### What is needed
Please state in a single number how many lines of the entries below include the word "added".

(Data records)
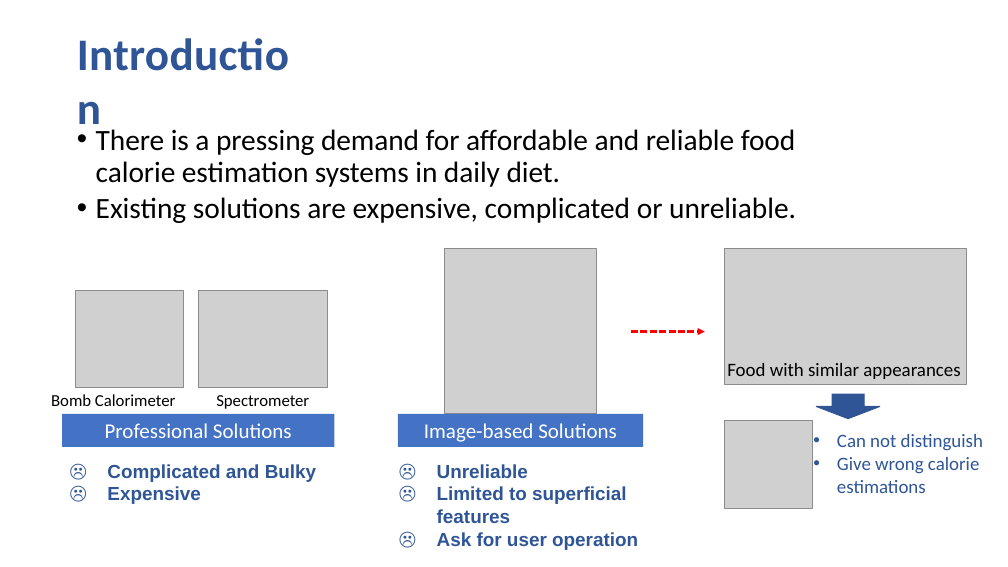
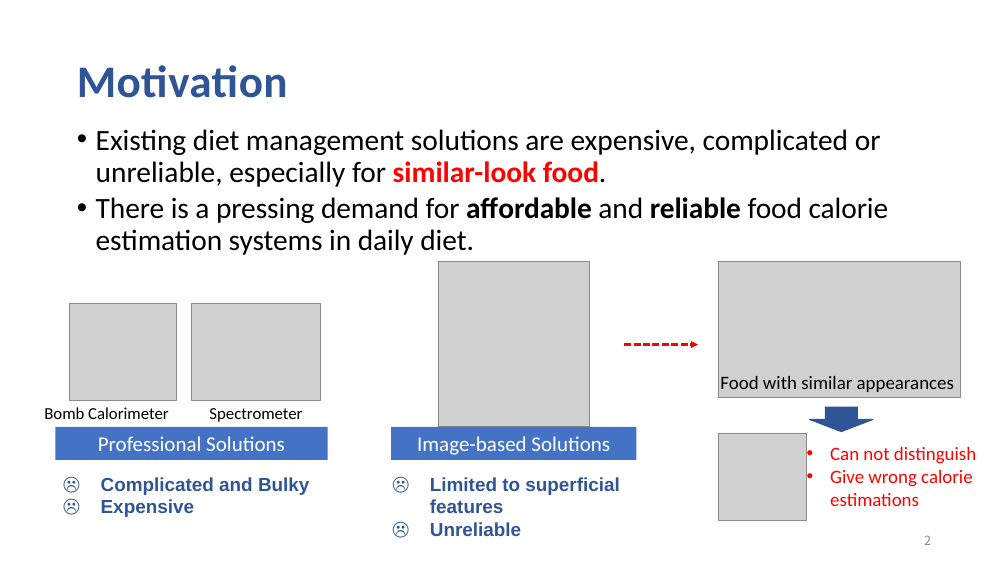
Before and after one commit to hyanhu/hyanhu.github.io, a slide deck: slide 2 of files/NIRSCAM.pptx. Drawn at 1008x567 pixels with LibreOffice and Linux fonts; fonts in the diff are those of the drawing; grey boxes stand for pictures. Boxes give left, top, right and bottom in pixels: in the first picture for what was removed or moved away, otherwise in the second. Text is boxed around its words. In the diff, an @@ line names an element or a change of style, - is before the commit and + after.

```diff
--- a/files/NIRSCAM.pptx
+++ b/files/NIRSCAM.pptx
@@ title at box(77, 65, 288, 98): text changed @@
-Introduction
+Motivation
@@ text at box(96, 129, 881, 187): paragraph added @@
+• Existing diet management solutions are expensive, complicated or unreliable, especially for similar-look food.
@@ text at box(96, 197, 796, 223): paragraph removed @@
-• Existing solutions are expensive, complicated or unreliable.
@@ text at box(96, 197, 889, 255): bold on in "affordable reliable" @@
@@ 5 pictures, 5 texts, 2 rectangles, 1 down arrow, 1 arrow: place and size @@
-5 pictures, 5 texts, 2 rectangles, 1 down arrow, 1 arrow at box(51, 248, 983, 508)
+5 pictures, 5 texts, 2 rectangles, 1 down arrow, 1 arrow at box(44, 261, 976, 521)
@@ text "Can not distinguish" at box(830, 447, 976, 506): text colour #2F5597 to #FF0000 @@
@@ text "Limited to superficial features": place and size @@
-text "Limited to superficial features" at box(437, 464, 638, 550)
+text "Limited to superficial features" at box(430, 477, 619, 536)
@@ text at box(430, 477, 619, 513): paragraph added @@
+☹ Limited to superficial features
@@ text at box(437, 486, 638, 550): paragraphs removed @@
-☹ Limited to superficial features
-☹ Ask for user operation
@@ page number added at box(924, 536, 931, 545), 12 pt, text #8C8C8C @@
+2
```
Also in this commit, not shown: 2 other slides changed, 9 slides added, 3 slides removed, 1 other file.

### Result
4